В 1893 г., когда Бенедетто Кроче в возрасте двадцати семи лет написал первый очерк по теории истории, он не только сам был выдающимся историком, но и опирался на обширную работу, проделанную в этой области новейшей итальянской философией. Результаты последней, однако, настолько полно вошли в его труды, что здесь мы можем ничего не говорить о предшественниках Кроче.
Его очерк назывался «История, подведенная под понятие искусства» [90*] . Вопрос, является история наукой или искусством, недавно был предметом дискуссии, особенно в Германии, и, как правило, на него отвечали, что она — наука. Можно вспомнить, что виндельбандовская критика этого тезиса появилась не ранее 1894 г. Поэтому сравнение очерка Кроче с соответствующей работой Виндельбанда может оказаться весьма поучительным. Во многих отношениях они сходны, но очевидно, что даже на этой ранней стадии своей научной карьеры Кроче превосходил Виндельбанда философским интеллектом и глубже понимал суть обсуждаемой проблемы.
90*
La Storia ridotta sotto in concetto generale dell' Arte. Перепечатано: Primi Saggi (Bari, 1919).
Кроче начинает с уточнения понятия искусства. Он указывает, что искусство — не средство предоставления или получения чувственных удовольствий, не изображение природного факта и не построение и наслаждение системами формальных отношений (три наиболее популярные в то время теории), но интуитивное созерцание индивидуальности.
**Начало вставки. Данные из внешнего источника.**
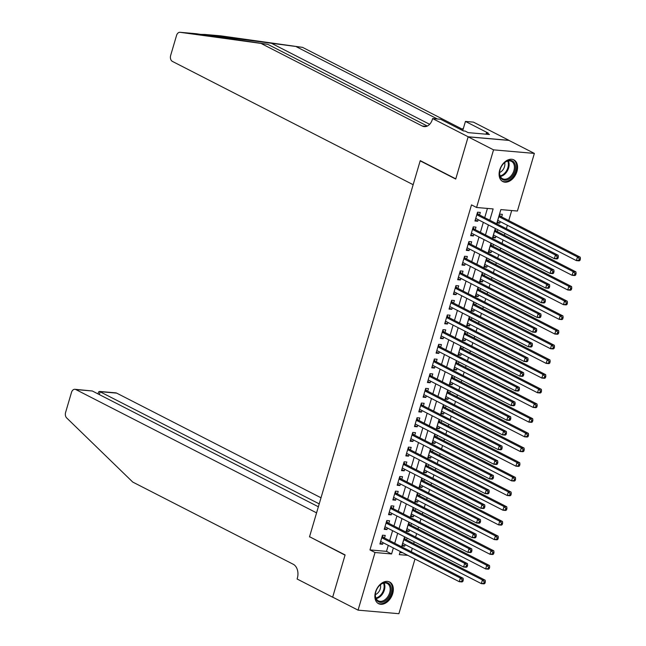 <?xml version="1.0" encoding="UTF-8"?>
<svg xmlns="http://www.w3.org/2000/svg" width="646" height="646" viewBox="0 0 646 646"><rect width="100%" height="100%" fill="white"/><g stroke="black" fill="none" stroke-linecap="round" stroke-linejoin="round"><path stroke-width="0.97" d="M375.496 592.083A12.169 8.301 -62.9 0 1 389.643 581.998A12.169 8.301 -62.9 0 1 392.703 593.585A12.169 8.301 -62.9 0 1 378.548 603.671A12.169 8.301 -62.9 0 1 375.496 592.083M499.729 169.971A12.169 8.301 -62.9 0 1 513.885 159.885A12.169 8.301 -62.9 0 1 516.937 171.473A12.169 8.301 -62.9 0 1 502.782 181.558A12.169 8.301 -62.9 0 1 499.729 169.971M414.982 559.016L398.889 613.7L358.07 610.147L332.674 597.138L345.101 554.93L309.547 536.721L420.175 160.854L455.721 179.063L468.148 136.847L508.967 140.408L534.363 153.409L517.398 211.04L500.852 209.595L496.677 223.766M411.284 551.732L412.301 548.268M413.682 543.577L414.223 541.736M415.604 537.044L416.622 533.588M418.002 528.896L418.543 527.055M419.924 522.364L420.942 518.899M422.322 514.216L422.864 512.375M424.244 507.683L425.27 504.219M426.643 499.536L427.192 497.686M428.564 493.003L429.59 489.539M430.971 484.847L431.512 483.006M432.893 478.315L433.91 474.858M435.291 470.167L435.832 468.326M437.213 463.634L438.23 460.178M439.611 455.487L440.152 453.645M441.533 448.954L442.55 445.49M443.931 440.806L444.472 438.957M445.853 434.273L446.87 430.809M448.251 426.118L448.792 424.277M450.173 419.585L451.191 416.129M452.571 411.437L453.112 409.596M454.493 404.905L455.511 401.449M456.892 396.757L457.441 394.916M458.813 390.224L459.839 386.76M461.22 382.077L461.761 380.236M463.142 375.544L464.159 372.08M465.54 367.388L466.081 365.547M467.462 360.864L468.479 357.399M469.86 352.708L470.401 350.867M471.782 346.175L472.799 342.719M474.18 338.028L474.721 336.186M476.102 331.495L477.119 328.031M478.5 323.347L479.041 321.506M480.422 316.815L481.44 313.35M482.82 308.659L483.361 306.818M484.742 302.134L485.76 298.67M487.141 293.978L487.682 292.137M489.062 287.446L490.088 283.99M491.461 279.298L492.01 277.457M493.391 272.765L494.408 269.301M495.789 264.618L496.33 262.777M497.711 258.085L498.728 254.621M500.109 249.937L500.65 248.088M502.031 243.405L503.048 239.941M504.429 235.249L504.97 233.408M506.351 228.716L507.368 225.26M508.749 220.569L511.697 210.539M384.491 538.005L385.242 535.437L382.489 535.195L379.896 544.005L382.65 544.247L383.11 542.697M388.811 523.325L389.57 520.757L386.809 520.514L384.217 529.324L386.978 529.567L387.43 528.016M393.131 508.644L393.89 506.068L391.129 505.834L388.537 514.644L391.298 514.878L391.751 513.328M397.452 493.956L398.211 491.388L395.449 491.146L392.857 499.956L395.618 500.198L396.071 498.647M401.772 479.275L402.531 476.708L399.769 476.465L397.177 485.275L399.939 485.517L400.391 483.967M406.092 464.595L406.851 462.027L404.097 461.785L401.505 470.595L404.259 470.837L404.719 469.287M410.42 449.915L411.171 447.347L408.417 447.105L405.825 455.915L408.579 456.149L409.039 454.598M414.74 435.226L415.491 432.658L412.737 432.424L410.145 441.226L412.899 441.468L413.359 439.918M419.06 420.546L419.819 417.978L417.058 417.736L414.466 426.546L417.219 426.788L417.679 425.238M423.38 405.866L424.139 403.298L421.378 403.056L418.786 411.865L421.547 412.108L422 410.557M427.7 391.185L428.459 388.617L425.698 388.375L423.106 397.185L425.867 397.427L426.32 395.869M432.021 376.505L432.78 373.929L430.018 373.695L427.426 382.505L430.188 382.739L430.64 381.188M436.341 361.817L437.1 359.249L434.346 359.006L431.746 367.816L434.508 368.058L434.968 366.508M440.669 347.136L441.42 344.568L438.666 344.326L436.074 353.136L438.828 353.378L439.288 351.828M444.989 332.456L445.74 329.888L442.986 329.646L440.394 338.456L443.148 338.698L443.608 337.147M449.309 317.775L450.06 315.2L447.307 314.965L444.714 323.775L447.468 324.009L447.928 322.459M453.629 303.087L454.388 300.519L451.627 300.277L449.035 309.087L451.796 309.329L452.248 307.779M457.949 288.407L458.708 285.839L455.947 285.597L453.355 294.406L456.116 294.649L456.569 293.098M462.27 273.726L463.029 271.159L460.267 270.916L457.675 279.726L460.437 279.968L460.889 278.418M466.59 259.046L467.349 256.47L464.587 256.236L461.995 265.046L464.757 265.28L465.209 263.73M470.918 244.358L471.669 241.79L468.915 241.547L466.323 250.357L469.077 250.6L469.537 249.049M475.238 229.677L475.989 227.109L473.235 226.867L470.643 235.677L473.397 235.919L473.857 234.369M497.323 221.901L499.786 223.161L500.238 221.61M501.619 216.919L502.378 214.351L499.616 214.109L497.024 222.918L499.786 223.161M493.003 236.581L495.466 237.841L495.918 236.291M497.299 231.599L497.84 229.758M488.683 251.262L491.138 252.521L491.598 250.971M492.979 246.279L493.52 244.438M484.363 265.942L486.818 267.202L487.278 265.651M488.659 260.968L489.2 259.119M480.043 280.63L482.497 281.89L482.958 280.34M484.338 275.648L484.88 273.807M475.722 295.311L478.177 296.571L478.638 295.02M480.018 290.329L480.559 288.487M471.402 309.991L473.857 311.251L474.309 309.7M475.69 305.009L476.239 303.168M467.074 324.672L469.537 325.931L469.989 324.381M471.37 319.697L471.911 317.848M462.754 339.36L465.217 340.62L465.669 339.069M467.05 334.378L467.591 332.537M458.434 354.04L460.897 355.3L461.349 353.75M462.73 349.058L463.271 347.217M454.114 368.721L456.569 369.98L457.029 368.43M458.41 363.738L458.951 361.897M449.794 383.401L452.248 384.661L452.709 383.11M454.09 378.419L454.631 376.578M445.474 398.089L447.928 399.341L448.389 397.791M449.769 393.107L450.31 391.266M441.153 412.77L443.608 414.029L444.068 412.479M445.441 407.788L445.99 405.946M436.825 427.45L439.288 428.71L439.74 427.159M441.121 422.468L441.662 420.627M432.505 442.13L434.968 443.39L435.42 441.84M436.801 437.148L437.342 435.307M428.185 456.811L430.648 458.071L431.1 456.52M432.481 451.837L433.022 449.996M423.865 471.499L426.32 472.759L426.78 471.209M428.161 466.517L428.702 464.676M419.545 486.18L422 487.439L422.46 485.889M423.841 481.197L424.382 479.356M415.225 500.86L417.679 502.12L418.14 500.569M419.52 495.878L420.062 494.037M410.904 515.54L413.359 516.8L413.82 515.25M415.192 510.566L415.741 508.717M406.584 530.229L409.039 531.488L409.491 529.938M410.872 525.246L411.413 523.405M399.922 552.524L402.789 552.774M496.088 228.862L495.296 228.789L492.704 237.599L495.466 237.841M491.767 243.542L490.976 243.469L488.384 252.279L491.138 252.521M487.447 258.222L486.656 258.158L484.064 266.968L486.818 267.202M483.127 272.903L482.336 272.838L479.744 281.648L482.497 281.89M478.799 287.591L478.016 287.518L475.424 296.328L478.177 296.571M474.479 302.271L473.688 302.199L471.095 311.009L473.857 311.251M470.159 316.952L469.367 316.887L466.775 325.697L469.537 325.931M465.839 331.632L465.047 331.568L462.455 340.377L465.217 340.62M461.519 346.321L460.727 346.248L458.135 355.058L460.897 355.3M457.198 361.001L456.407 360.928L453.815 369.738L456.569 369.98M452.878 375.681L452.087 375.617L449.495 384.418L452.248 384.661M448.55 390.362L447.767 390.297L445.175 399.107L447.928 399.341M444.23 405.05L443.447 404.977L440.847 413.787L443.608 414.029M439.91 419.73L439.118 419.658L436.526 428.468L439.288 428.71M435.59 434.411L434.798 434.338L432.206 443.148L434.968 443.39M431.27 449.091L430.478 449.027L427.886 457.836L430.648 458.071M426.949 463.771L426.158 463.707L423.566 472.517L426.32 472.759M422.629 478.46L421.838 478.387L419.246 487.197L422 487.439M418.301 493.14L417.518 493.068L414.926 501.877L417.679 502.12M413.981 507.821L413.198 507.756L410.606 516.566L413.359 516.8M409.661 522.501L408.87 522.436L406.277 531.246L409.039 531.488M405.341 537.189L404.549 537.117L401.957 545.927L404.719 546.169L405.171 544.618M406.552 539.927L407.093 538.086M489.797 220.246L493.124 208.924L476.578 207.487L471.499 204.887L369.956 549.916L386.502 551.361L388.27 545.337M389.651 540.654L392.59 530.657M393.971 525.965L396.91 515.976M398.291 511.285L401.239 501.296M402.611 496.604L405.559 486.608M406.94 481.924L409.879 471.927M411.26 467.236L414.199 457.247M415.58 452.555L418.519 442.567M419.9 437.875L422.839 427.878M424.22 423.195L427.159 413.198M428.54 408.506L431.488 398.517M432.86 393.826L435.808 383.837M437.189 379.145L440.128 369.149M441.509 364.465L444.448 354.468M445.829 349.777L448.768 339.788M450.149 335.096L453.088 325.108M454.469 320.416L457.408 310.427M458.789 305.736L461.728 295.739M463.109 291.055L466.057 281.058M467.438 276.367L470.377 266.378M471.758 261.687L474.697 251.698M476.078 247.006L479.017 237.009M480.398 232.326L483.337 222.329M484.718 217.637L487.431 208.432M479.558 214.997L480.309 212.429L477.555 212.187L474.963 220.997L477.717 221.239L478.177 219.688M420.764 160.902L420.175 160.854M468.148 136.847L493.544 149.856L534.363 153.409M358.07 610.147L375.027 552.516L391.581 553.961L393.349 547.937M369.956 549.916L375.027 552.516M476.578 207.487L493.544 149.856M394.73 543.254L397.67 533.257M399.05 528.565L401.99 518.577M403.37 513.885L406.318 503.896M407.691 499.205L410.638 489.208M412.019 484.524L414.958 474.527M416.339 469.844L419.278 459.847M420.659 455.155L423.598 445.167M424.979 440.475L427.918 430.486M429.299 425.795L432.239 415.798M433.619 411.114L436.559 401.118M437.94 396.426L440.887 386.437M442.268 381.746L445.207 371.757M446.588 367.065L449.527 357.068M450.908 352.385L453.847 342.388M455.228 337.697L458.167 327.708M459.548 323.016L462.488 313.027M463.868 308.336L466.808 298.339M468.188 293.655L471.136 283.659M472.509 278.967L475.456 268.978M476.837 264.287L479.776 254.298M481.157 249.606L484.096 239.609M485.477 234.926L488.416 224.929M400.229 551.466L399.301 554.631L407.868 555.374M495.296 228.458L492.357 238.447M490.976 243.138L488.037 253.135M486.656 257.819L483.717 267.815M482.336 272.507L479.397 282.496M478.016 287.187L475.076 297.176M473.696 301.868L470.756 311.856M469.376 316.548L466.428 326.545M465.055 331.228L462.108 341.225M460.727 345.917L457.788 355.906M456.407 360.597L453.468 370.586M452.087 375.278L449.148 385.274M447.767 389.958L444.828 399.955M443.447 404.646L440.507 414.635M439.127 419.327L436.179 429.315M434.806 434.007L431.859 444.004M430.478 448.687L427.539 458.684M426.158 463.376L423.219 473.365M421.838 478.056L418.899 488.045M417.518 492.737L414.579 502.733M413.198 507.417L410.258 517.414M408.878 522.105L405.938 532.094M404.558 536.786L401.61 546.774M386.502 551.361L391.581 553.961M475.262 219.979L477.717 221.239M402.256 544.909L404.719 546.169M470.942 234.66L473.397 235.919M466.622 249.34L469.077 250.6M462.302 264.02L464.757 265.28M457.974 278.709L460.437 279.968M453.653 293.389L456.116 294.649M449.333 308.069L451.796 309.329M445.013 322.75L447.468 324.009M440.693 337.438L443.148 338.698M436.373 352.118L438.828 353.378M432.053 366.799L434.508 368.058M427.725 381.479L430.188 382.739M423.405 396.168L425.867 397.427M419.084 410.848L421.547 412.108M414.764 425.528L417.219 426.788M410.444 440.209L412.899 441.468M406.124 454.897L408.579 456.149M401.804 469.577L404.259 470.837M397.484 484.258L399.939 485.517M393.156 498.938L395.618 500.198M388.835 513.618L391.298 514.878M384.515 528.307L386.978 529.567M380.195 542.987L382.65 544.247M557.918 258.44L558.346 256.971L557.24 256.874L556.812 258.343L557.918 258.44L557.094 258.933L554.341 258.691L475.714 218.429M556.812 258.343L554.341 258.691L555.423 255.025L558.176 255.267L478.743 214.577A1.558 1.098 -85 0 1 478.395 214.278L477.346 212.897M476.796 214.755L555.423 255.025L557.24 256.874M558.346 256.971L558.176 255.267M497.783 220.351L576.402 260.613L577.484 256.947L580.245 257.189L500.812 216.499A1.558 1.098 95 0 1 500.456 216.2L499.406 214.819M579.309 258.796L578.873 260.265L579.979 260.362L580.407 258.893L579.309 258.796L577.484 256.947L498.865 216.676M579.979 260.362L579.163 260.855L576.402 260.613L578.873 260.265M580.245 257.189L580.407 258.893M499.608 174.695A10.538 7.187 -62.9 0 1 499.826 170.633A10.538 7.187 -62.9 0 1 503.282 163.866A10.538 7.187 -62.9 0 1 515.427 165.909A10.538 7.187 -62.9 0 1 508.717 179.208A10.538 7.187 -62.9 0 1 499.608 174.695M499.859 170.487A9.755 6.654 117.1 0 0 499.689 174.113A9.755 6.654 117.1 0 0 502.564 178.724A9.755 6.654 117.1 0 0 510.808 176.14A9.755 6.654 117.1 0 0 514.337 165.974A9.755 6.654 117.1 0 0 511.454 161.363A9.755 6.654 117.1 0 0 503.186 163.979M499.616 172.482A6.944 4.74 117.1 0 0 504.809 163.349A6.944 4.74 117.1 0 0 504.663 162.614M502.007 181.074L501.982 181.058A12.096 8.253 117.1 0 0 502.007 181.074A12.096 8.253 117.1 0 0 512.23 177.86A12.096 8.253 117.1 0 0 516.598 165.263A12.096 8.253 117.1 0 0 513.037 159.538A12.096 8.253 117.1 0 0 513.013 159.53L513.037 159.538M375.374 596.815A10.538 7.187 -62.9 0 1 375.584 592.745A10.538 7.187 -62.9 0 1 379.049 585.987A10.538 7.187 -62.9 0 1 391.193 588.03A10.538 7.187 -62.9 0 1 384.483 601.329A10.538 7.187 -62.9 0 1 375.374 596.815M375.617 592.6A9.755 6.654 117.1 0 0 375.455 596.226A9.755 6.654 117.1 0 0 378.33 600.845A9.755 6.654 117.1 0 0 386.574 598.253A9.755 6.654 117.1 0 0 390.095 588.094A9.755 6.654 117.1 0 0 387.22 583.475A9.755 6.654 117.1 0 0 378.952 586.092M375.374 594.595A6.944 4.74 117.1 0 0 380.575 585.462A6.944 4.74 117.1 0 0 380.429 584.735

Художник видит и изображает эту индивидуальность, а его аудитория воспринимает ее такой, какою он представил ее. Искусство, таким образом, не эмотивная, а когнитивная деятельность, оно — познание индивидуального. Наука же, напротив, — познание общего, ее задача — выработка общих понятий и определение их взаимоотношений.
История, далее, занимается исключительно конкретными индивидуальными фактами. «У истории, — говорит Кроче, — лишь одна обязанность — рассказать о фактах». То, что называется поиском причин этих фактов, на самом деле только более пристальный взгляд на сами факты и понимание индивидуальных отношений между ними. Бесполезно, ибо бессмысленно, называть историю «описательной наукой», ибо сама ее описательность препятствует ей быть наукой. Здесь Кроче как бы предвидит вопросы, поднятые Виндельбандом, и дает правильный ответ на них. Термин «описание» может, конечно, использоваться как слово, обозначающее аналитическую и обобщающую характеристику, которую эмпирическая наука дает своему предмету; но если этот термин обозначает то, что он значит в истории, то выражение «дескриптивная наука» является contradictio in adjecto (противоречие в определении). Цель ученого — понять факты в смысле распознавания в них частных случаев общих законов. Но история так не осмысливает свой объект, она созерцает его и все. А это как раз то, что делает художник, поэтому сравнение между историей и искусством, уже сделанное Дильтеем в 1883 г. и Зиммелем в 1892 г. и приводимое Кроче, совершенно справедливо. Однако для Кроче отношение между историей и искусством не ограничивается простым сходством — они тождественны. Искусство и история — это одно и то же — интуиция и воспроизведение индивидуального.